I recently came across an article about how autistic folks make more logical decisions than non-autistic individuals.
Apparently, we’re less likely to succumb to “framing effect”, which is about a strong emotional response driving decisions.
At least, that’s the theory.
From where I’m sitting (metaphorically and literally), it seems that autistic people can experience even stronger emotional responses to situations, than non-autistic folks. Perhaps it’s the constant onslaught of emotion — and the waterfall of sensations — that trains us to be less trusting of emotions and sensations, in our decision-making.
That makes sense to me, anyway. It’s like we’re perpetually enrolled in an “emotional crash course” that inundates us with sensations, clouds our vision, and forces us to learn how to handle it all.
And it strikes me that maybe — just maybe — that’s what seems to delay our development in many, many ways. Autism has long been considered a developmental disorder. A delay. I know that I, for one, often feel like I’m delayed… a case of arrested development. It took me years and years to sort out things that seemed to come so naturally to my non-autistic peers.

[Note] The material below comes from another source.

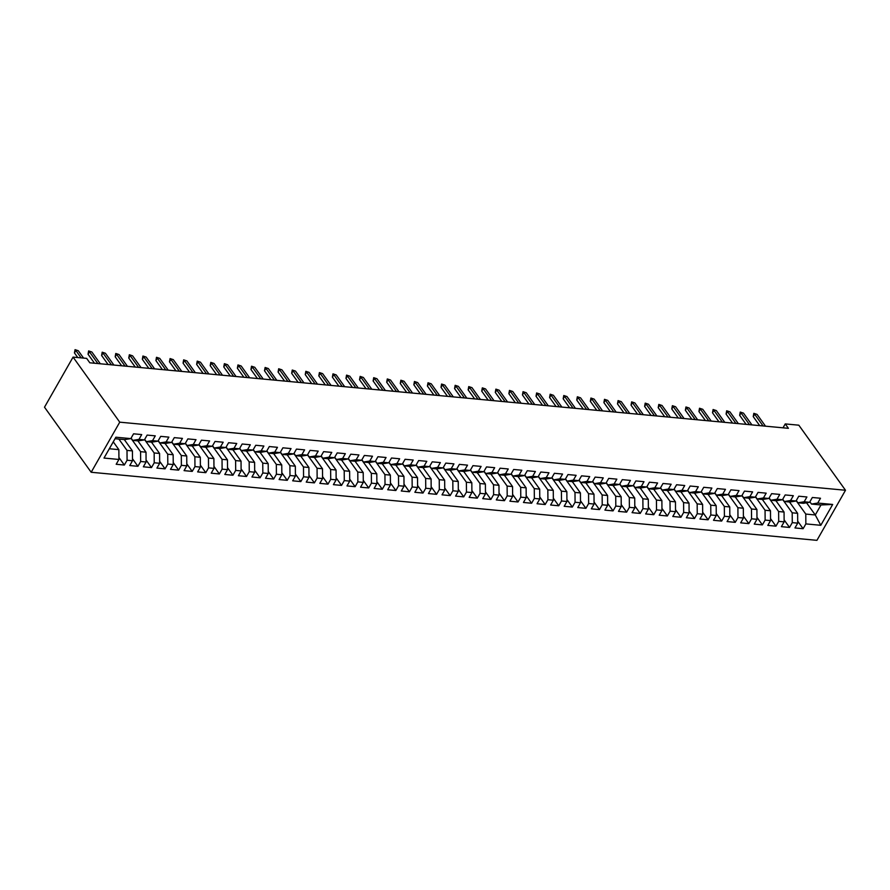 <?xml version="1.0" encoding="UTF-8"?>
<svg xmlns="http://www.w3.org/2000/svg" width="890" height="890" viewBox="0 0 890 890"><rect width="100%" height="100%" fill="white"/><g stroke="black" fill="none" stroke-linecap="round" stroke-linejoin="round"><path stroke-width="1.33" d="M91.18 472.267L816.931 540.341L845.5 490.257L119.75 422.172L91.18 472.267L44.5 407.197L73.069 357.113L119.75 422.172M103.997 458.061L115.889 437.213L130.83 438.614L124.578 439.616L115.066 438.726L103.997 458.061L118.937 459.463L116.189 464.269L124.333 465.036L127.081 460.23L132.51 460.742L129.773 465.548L137.917 466.304L140.653 461.498L146.082 462.01L143.346 466.816L151.489 467.584L154.226 462.778L159.666 463.29L156.918 468.096L165.062 468.852L167.81 464.046L173.239 464.558L170.491 469.364L178.645 470.131L181.382 465.325L186.811 465.837L184.074 470.643L192.218 471.4L194.955 466.594L200.384 467.105L197.647 471.911L205.79 472.679L208.527 467.873L213.967 468.385L211.219 473.191L219.363 473.947L222.111 469.141L227.54 469.653L224.792 474.459L232.946 475.227L235.683 470.421L241.112 470.921L238.375 475.727L246.519 476.495L249.256 471.689L254.685 472.201L251.948 477.007L260.091 477.774L262.839 472.968L268.268 473.469L265.52 478.275L273.664 479.043L276.412 474.236L281.841 474.748L279.104 479.554L287.248 480.322L289.984 475.516L295.413 476.017L292.676 480.822L300.82 481.59L303.557 476.784L308.986 477.296L306.249 482.102L314.393 482.87L317.14 478.064L322.569 478.564L319.822 483.37L327.976 484.138L330.713 479.332L336.142 479.844L333.405 484.649L341.549 485.406L344.285 480.6L349.714 481.112L346.978 485.918L355.121 486.685L357.858 481.879L363.298 482.391L360.55 487.197L368.694 487.954L371.442 483.148L376.87 483.659L374.123 488.465L382.277 489.233L385.014 484.427L390.443 484.939L387.706 489.745L395.85 490.501L398.587 485.695L404.016 486.207L401.279 491.013L409.422 491.781L412.17 486.975L417.599 487.486L414.851 492.292L422.995 493.049L425.743 488.243L431.172 488.755L428.435 493.561L436.578 494.328L439.315 489.522L444.744 490.034L442.007 494.84L450.151 495.597L452.888 490.791L458.317 491.302L455.58 496.108L463.723 496.876L466.471 492.07L471.9 492.57L469.152 497.377L477.296 498.144L480.044 493.338L485.473 493.85L482.736 498.656L490.88 499.424L493.616 494.618L499.045 495.118L496.309 499.924L504.452 500.692L507.189 495.886L512.629 496.397L509.881 501.204L518.024 501.971L520.772 497.165L526.201 497.666L523.453 502.472L531.608 503.239L534.345 498.433L539.774 498.945L537.037 503.751L545.181 504.519L547.917 499.713L553.346 500.213L550.61 505.019L558.753 505.787L561.501 500.981L566.93 501.493L564.182 506.299L572.326 507.055L575.073 502.249L580.502 502.761L577.766 507.567L585.909 508.335L588.646 503.529L594.075 504.04L591.338 508.846L599.482 509.603L602.219 504.797L607.648 505.309L604.911 510.115L613.054 510.882L615.802 506.076L621.231 506.588L618.483 511.394L626.627 512.151L629.375 507.345L634.804 507.856L632.067 512.662L640.21 513.43L642.947 508.624L648.376 509.136L645.639 513.942L653.783 514.698L656.52 509.892L661.96 510.404L659.212 515.21L667.355 515.978L670.103 511.172L675.532 511.683L672.784 516.489L680.939 517.246L683.676 512.44L689.105 512.952L686.368 517.758L694.511 518.525L697.248 513.719L702.677 514.231L699.941 519.037L708.084 519.793L710.832 514.987L716.261 515.499L713.513 520.305L721.656 521.073L724.404 516.267L729.833 516.767L727.086 521.573L735.24 522.341L737.977 517.535L743.406 518.047L740.669 522.853L748.813 523.62L751.549 518.814L756.978 519.315L754.242 524.121L762.385 524.889L765.133 520.083L770.562 520.594L767.814 525.4L775.958 526.168L778.706 521.362L784.135 521.863L781.398 526.669L789.541 527.436L792.278 522.63L797.707 523.142L794.97 527.948L803.114 528.716L797.696 521.162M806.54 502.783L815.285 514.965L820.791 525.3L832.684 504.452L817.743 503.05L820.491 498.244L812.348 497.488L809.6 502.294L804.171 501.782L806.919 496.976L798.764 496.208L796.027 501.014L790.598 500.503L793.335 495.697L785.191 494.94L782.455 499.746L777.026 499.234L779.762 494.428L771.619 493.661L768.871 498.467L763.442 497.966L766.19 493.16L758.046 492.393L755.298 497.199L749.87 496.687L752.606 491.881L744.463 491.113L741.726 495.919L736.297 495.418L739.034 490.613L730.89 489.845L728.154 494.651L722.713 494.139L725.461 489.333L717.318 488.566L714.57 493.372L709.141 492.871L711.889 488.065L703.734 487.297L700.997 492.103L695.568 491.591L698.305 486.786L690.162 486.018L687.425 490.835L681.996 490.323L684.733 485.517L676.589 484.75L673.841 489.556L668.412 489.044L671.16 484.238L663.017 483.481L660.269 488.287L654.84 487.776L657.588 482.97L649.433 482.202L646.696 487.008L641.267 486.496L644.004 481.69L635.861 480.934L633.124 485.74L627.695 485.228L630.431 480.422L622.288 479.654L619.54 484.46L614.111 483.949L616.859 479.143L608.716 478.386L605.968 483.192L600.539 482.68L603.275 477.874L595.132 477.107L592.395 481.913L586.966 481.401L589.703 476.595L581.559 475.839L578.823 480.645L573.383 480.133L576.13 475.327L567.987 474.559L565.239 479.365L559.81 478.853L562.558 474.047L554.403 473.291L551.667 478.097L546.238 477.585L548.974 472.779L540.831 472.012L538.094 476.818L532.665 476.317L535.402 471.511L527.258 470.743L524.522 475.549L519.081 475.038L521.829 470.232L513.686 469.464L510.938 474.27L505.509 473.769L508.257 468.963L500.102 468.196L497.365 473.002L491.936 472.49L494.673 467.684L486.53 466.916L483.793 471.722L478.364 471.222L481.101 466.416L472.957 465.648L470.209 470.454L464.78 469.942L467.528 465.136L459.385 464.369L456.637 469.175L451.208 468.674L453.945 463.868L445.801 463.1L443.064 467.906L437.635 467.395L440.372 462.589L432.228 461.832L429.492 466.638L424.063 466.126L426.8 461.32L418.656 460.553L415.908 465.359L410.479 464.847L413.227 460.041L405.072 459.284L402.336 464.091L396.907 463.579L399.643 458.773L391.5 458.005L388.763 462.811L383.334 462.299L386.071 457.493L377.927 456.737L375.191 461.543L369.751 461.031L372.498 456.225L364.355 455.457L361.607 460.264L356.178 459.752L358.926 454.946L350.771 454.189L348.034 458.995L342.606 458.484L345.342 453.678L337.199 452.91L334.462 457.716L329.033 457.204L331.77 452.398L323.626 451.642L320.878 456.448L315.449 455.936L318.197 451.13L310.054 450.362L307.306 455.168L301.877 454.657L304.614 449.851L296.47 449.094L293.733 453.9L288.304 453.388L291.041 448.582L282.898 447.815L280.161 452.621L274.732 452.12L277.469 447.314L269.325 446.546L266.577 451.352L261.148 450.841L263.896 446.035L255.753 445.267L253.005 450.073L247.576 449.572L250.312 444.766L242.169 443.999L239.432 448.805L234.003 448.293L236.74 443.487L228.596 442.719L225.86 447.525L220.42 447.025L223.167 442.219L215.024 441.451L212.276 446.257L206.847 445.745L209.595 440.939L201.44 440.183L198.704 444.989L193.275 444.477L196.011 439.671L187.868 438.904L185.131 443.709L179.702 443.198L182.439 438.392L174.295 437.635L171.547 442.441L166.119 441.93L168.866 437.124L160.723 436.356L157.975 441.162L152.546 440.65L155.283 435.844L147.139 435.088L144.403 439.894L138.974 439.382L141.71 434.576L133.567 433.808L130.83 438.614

So, what is source of that delay? I’d propose it’s got a lot to do with the constant onslaught of sensory information and emotional overload that we’re perpetually experiencing. There’s more for us to process. So, our development progresses very, very differently, with less energy and resources available for “normal” (how I hate that word) development — like everybody else.
Seems likely to me.
It makes a lot of sense.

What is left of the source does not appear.